Principal photography for They All Laughed concluded in July, and Stratten returned to Los Angeles.  There, she moved in with Bogdanovich, a fact that did not sit well with Snider.  He hired a private detective to follow the two (which seems kinda pointless when you think about it).  Snider contacted his estranged wife on several occasions, convinced that he could win her back.  But Stratten had moved on.

Over the next few weeks, Snider made several attempts to buy a gun, something his Canadian citizenship prevented in Los Angeles.  He asked the private detective to buy one for him, but this man knew better.  Oddly, he never contacted the police to discuss his concerns.  Snider was ultimately successful in buying a used 12-gauge pump action shotgun via the classified ads.

On August 14, Stratten returned to Snider's house, as the two had arranged a meeting to discuss their separation.  She went to see him by herself, a mistake that would ultimately cost her her life.

Several hours later, Snider's roommate returned to the home, noticing Stratten's car in the driveway.  Upon entering the home, he found both of them dead, totally nude and covered in blood.  Police would later determine that Snider murdered Stratten within an hour of her entering the home, had sex with her lifeless corpse, then killed himself an hour later.  Upon hearing the news from Hugh Hefner, Bogdanovich had to be sedated.

Dorothy Stratten was laid to rest at Pierce Brothers Westwood Village in Los Angeles.  She is just a stone's throw away from both Hugh Hefner and Marilyn Monroe.

Rest in peace.


  • The inscription on Stratten's headstone is a quote from Ernest Hemingway's A Farewell to Arms.  It reads: "If people bring so much courage to this world the world has to kill them to break them.  So of course it kills them.  It kills the very good and the very gentle and the very brave impartially.  If you are none of these you can be sure that it will kill you too but there will be no special hurry.  We love you, D.R."  Coincidentally, Hemingway's granddaughter Mariel portrayed Stratten in in the 1983 Bob Fosse film Star 80.  For further insight into the quote, click here.

  • They All Laughed had a very limited release in 1981, with dismal results.  Bogdanovish believed in his film however, and personally financed a larger distribution four years later.  It was a box office disaster, largely seen as a Bogdanovich vanity project.  This decision ultimately bankrupted the director.

  • In 1985, Bogdanovich chronicled Stratten's life and career in his 1985 book The Killing of the Unicorn: Dorothy Stratten 1960-1980.  Pick up a copy from Amazon.  Ironically, Bogdanovich himself passed away as this blog post was being prepared.
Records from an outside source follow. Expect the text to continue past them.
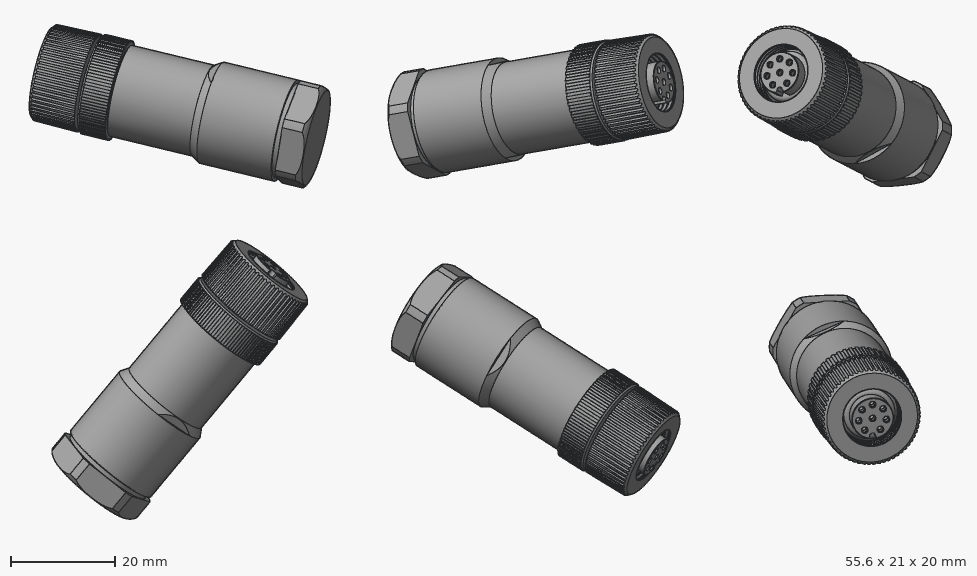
import cadquery as cq
import math

total_length = 55.55

nut_front = 0.65
nut_rear = 9.95
nut_face_dia = 17.65
nut_front_dia = 19.0
nut_rear_dia = 19.35
nut_chamfer_length = 0.65
nut_bore_dia = 11.2
nut_mouth_dia = 11.5
thread_major_dia = 12.0
thread_pitch = 1.0
thread_groove_width = 0.8
thread_turns = 4
thread_start = 0.7
nut_groove_count = 60
nut_groove_radius = 0.3

insert_dia = 8.1
insert_chamfer = 0.1
shoulder_dia = 10.0
shoulder_x = 2.8
shoulder_rear = 4.45
bore_floor_x = 5.0
shoulder_round = (shoulder_dia - insert_dia) / 2

contact_circle_radius = 2.7
contact_spacing_deg = 48.7
contacts_each_side = 3
contact_mouth_dia = 1.3
contact_dia = 1.0
contact_tip_dia = 0.9
contact_step_depth = 0.55
contact_depth = 1.65
contact_tip_length = 0.45
key_groove_top = 2.9
key_groove_top_dia = 1.1
key_groove_mouth_width = 1.65

neck_dia = 13.0
ring_front = 10.55
ring_teeth_front = 10.95
ring_rear = 16.2
undercut_rear = 16.45
ring_dia = 19.65
ring_root_dia = 19.2
ring_lip_dia = 18.8
ring_tooth_count = 50

undercut_dia = 17.2
body_dia = 18.0
shell_dia = 20.0
cone_front = 33.0
cone_rear = 34.65
shell_rear = 49.55
flat_distance = 9.05
flat_tilt_deg = 22.0

gland_dia = 18.6
hex_front = 50.55
hex_across_flats = 19.0
hex_turn_deg = 30.0
hex_corner_dia = 21.0
hex_crown_length = 0.95
hex_crown_middle_dia = 19.8
hex_crown_middle_from_end = 0.35


def cylinder(dia, x_from, x_to):
    """Round bar along X."""
    return cq.Workplane("YZ", origin=(x_from, 0, 0)).circle(dia / 2).extrude(x_to - x_from)


def revolve_about_x(profile):
    """Turn a closed XY profile around the X axis."""
    return profile.close().revolve(360, (0, 0, 0), (1, 0, 0))


def point_at(radius, angle_deg):
    """Point in the YZ plane at an angle counted from +Y toward +Z."""
    angle = math.radians(angle_deg)
    return radius * math.cos(angle), radius * math.sin(angle)


def make_nut():
    """Slightly tapered nut with knurl grooves and a bore ringed by V-shaped thread grooves."""
    chamfer_end = nut_front + nut_chamfer_length
    blank = revolve_about_x(
        cq.Workplane("XY")
        .moveTo(nut_front, 0)
        .lineTo(nut_front, nut_face_dia / 2)
        .lineTo(chamfer_end, nut_front_dia / 2)
        .lineTo(nut_rear, nut_rear_dia / 2)
        .lineTo(nut_rear, 0)
    )
    grooves = (
        cq.Workplane("YZ")
        .polarArray(nut_front_dia / 2, 0, 360, nut_groove_count)
        .circle(nut_groove_radius)
        .extrude(nut_rear)
    )
    mouth_chamfer = (nut_mouth_dia - nut_bore_dia) / 2
    bore = (
        cq.Workplane("XY")
        .moveTo(nut_front, 0)
        .lineTo(nut_front, nut_mouth_dia / 2)
        .lineTo(nut_front + mouth_chamfer, nut_bore_dia / 2)
    )
    for turn in range(thread_turns):
        groove_middle = nut_front + thread_start + turn * thread_pitch
        bore = (
            bore.lineTo(groove_middle - thread_groove_width / 2, nut_bore_dia / 2)
            .lineTo(groove_middle, thread_major_dia / 2)
            .lineTo(groove_middle + thread_groove_width / 2, nut_bore_dia / 2)
        )
    bore = revolve_about_x(bore.lineTo(bore_floor_x, nut_bore_dia / 2).lineTo(bore_floor_x, 0))
    return blank.cut(grooves).cut(bore)


def make_socket():
    """Contact carrier with a rounded shoulder that flares out to the bore wall."""
    arc_offset = shoulder_round * math.sqrt(0.5)
    arc_centre_x = shoulder_x + shoulder_round
    return revolve_about_x(
        cq.Workplane("XY")
        .lineTo(0, insert_dia / 2 - insert_chamfer)
        .lineTo(insert_chamfer, insert_dia / 2)
        .lineTo(shoulder_x, insert_dia / 2)
        .threePointArc(
            (arc_centre_x - arc_offset, insert_dia / 2 + arc_offset),
            (arc_centre_x, shoulder_dia / 2),
        )
        .lineTo(shoulder_rear, nut_bore_dia / 2)
        .lineTo(bore_floor_x, nut_bore_dia / 2)
        .lineTo(bore_floor_x, 0)
    )


def contact_positions():
    """Centre contact plus an open ring of contacts, symmetric about +Z."""
    steps = range(-contacts_each_side, contacts_each_side + 1)
    ring = [point_at(contact_circle_radius, 90 + step * contact_spacing_deg) for step in steps]
    return [(0, 0)] + ring


def make_contact_hole():
    """Stepped hole on the X axis with a conical bottom."""
    return revolve_about_x(
        cq.Workplane("XY")
        .lineTo(0, contact_mouth_dia / 2)
        .lineTo(contact_step_depth, contact_mouth_dia / 2)
        .lineTo(contact_step_depth, contact_dia / 2)
        .lineTo(contact_depth, contact_dia / 2)
        .lineTo(contact_depth, contact_tip_dia / 2)
        .lineTo(contact_depth + contact_tip_length, 0)
    )


def make_key_groove():
    """Round-topped groove along the -Z side of the contact carrier, flaring outward."""
    arch_radius = key_groove_top_dia / 2
    arch_centre = key_groove_top + arch_radius
    mouth = insert_dia / 2
    return (
        cq.Workplane("YZ")
        .moveTo(-key_groove_mouth_width / 2, -mouth)
        .lineTo(-arch_radius, -arch_centre)
        .threePointArc((0, -key_groove_top), (arch_radius, -arch_centre))
        .lineTo(key_groove_mouth_width / 2, -mouth)
        .close()
        .extrude(shoulder_x)
    )


def make_ring():
    """Grip ring with square teeth and a smooth tapered front lip."""
    half_pitch = 180 / ring_tooth_count
    outer = ring_dia / 2
    root = ring_root_dia / 2
    outline = cq.Workplane("YZ", origin=(ring_teeth_front, 0, 0)).moveTo(outer, 0)
    for tooth in range(ring_tooth_count):
        start = 2 * tooth * half_pitch
        middle = start + half_pitch
        end = middle + half_pitch
        outline = (
            outline.threePointArc(point_at(outer, start + half_pitch / 2), point_at(outer, middle))
            .lineTo(*point_at(root, middle))
            .threePointArc(point_at(root, middle + half_pitch / 2), point_at(root, end))
            .lineTo(*point_at(outer, end))
        )
    teeth = outline.close().extrude(ring_rear - ring_teeth_front)
    lip = revolve_about_x(
        cq.Workplane("XY")
        .moveTo(ring_front, 0)
        .lineTo(ring_front, ring_lip_dia / 2)
        .lineTo(ring_teeth_front, ring_root_dia / 2)
        .lineTo(ring_teeth_front, 0)
    )
    return teeth.union(lip)


def make_housing():
    """Undercut, round body, cone, shell and gland in one turned piece."""
    return revolve_about_x(
        cq.Workplane("XY")
        .moveTo(ring_rear, 0)
        .lineTo(ring_rear, undercut_dia / 2)
        .lineTo(undercut_rear, undercut_dia / 2)
        .lineTo(undercut_rear, body_dia / 2)
        .lineTo(cone_front, body_dia / 2)
        .lineTo(cone_rear, shell_dia / 2)
        .lineTo(shell_rear, shell_dia / 2)
        .lineTo(shell_rear, gland_dia / 2)
        .lineTo(hex_front, gland_dia / 2)
        .lineTo(hex_front, 0)
    )


def make_cone_flats():
    """Two opposite cutters, turned about X, that leave flats on the cone."""
    flats = cq.Workplane("XY")
    for side_turn in (0, 180):
        flat = cq.Workplane("XY").box(
            cone_rear - cone_front, shell_dia, shell_dia, centered=(False, True, False)
        )
        flat = flat.translate((cone_front, 0, flat_distance))
        flats = flats.add(flat.rotate((0, 0, 0), (1, 0, 0), side_turn - flat_tilt_deg))
    return flats


def make_hex_nut():
    """Hexagon with flats facing +Z and -Z, turned down at the corners and crowned at the end."""
    hexagon = (
        cq.Workplane("YZ", origin=(hex_front, 0, 0))
        .polygon(6, hex_across_flats, circumscribed=True)
        .extrude(total_length - hex_front)
        .rotate((0, 0, 0), (1, 0, 0), hex_turn_deg)
    )
    turned = revolve_about_x(
        cq.Workplane("XY")
        .moveTo(hex_front, 0)
        .lineTo(hex_front, hex_corner_dia / 2)
        .lineTo(total_length - hex_crown_length, hex_corner_dia / 2)
        .threePointArc(
            (total_length - hex_crown_middle_from_end, hex_crown_middle_dia / 2),
            (total_length, gland_dia / 2),
        )
        .lineTo(total_length, 0)
    )
    return hexagon.intersect(turned)


socket = make_socket().cut(make_key_groove())
contact_hole = make_contact_hole()
for hole_y, hole_z in contact_positions():
    socket = socket.cut(contact_hole.translate((0, hole_y, hole_z)))

housing = make_housing()
for cutter in make_cone_flats().vals():
    housing = housing.cut(cq.Workplane(cutter))

connector = (
    make_nut()
    .union(socket)
    .union(cylinder(neck_dia, nut_rear, ring_front))
    .union(make_ring())
    .union(housing)
    .union(make_hex_nut())
)

result = cq.Workplane(connector.solids().val())

  • Four months after Stratten passed, the band Prism released a tribute song entitled "Cover Girl."  Then in 1983, Bryan Adams released his own tribute song entitled "The Best Was Yet to Come."  "Californication," by the Red Hot Chili Peppers, also pays tribute to Stratten.  You can listen to all three songs on YouTube.

  • On her Playmate Data Sheet, Stratten stated her biggest turnoff was "jealous people."

  • Stratten appeared in the Buck Rogers episode "Cruise Ship to the Stars."  When you watch the episode, listen closely, as you'll never hear her real voice.  All of her lines were dubbed by another actress.

  • Stratten appeared on The Tonight Show with Johnny Carson to promote her Playmate of the Year issue.  You can watch that interview, and hear her real voice, on YouTube.

  • This blogger has visited the house where Stratten was murdered, located at 10881 West Clarkson Road in Rancho Park, Los Angeles.  The murder scene in Star 80 was filmed on location!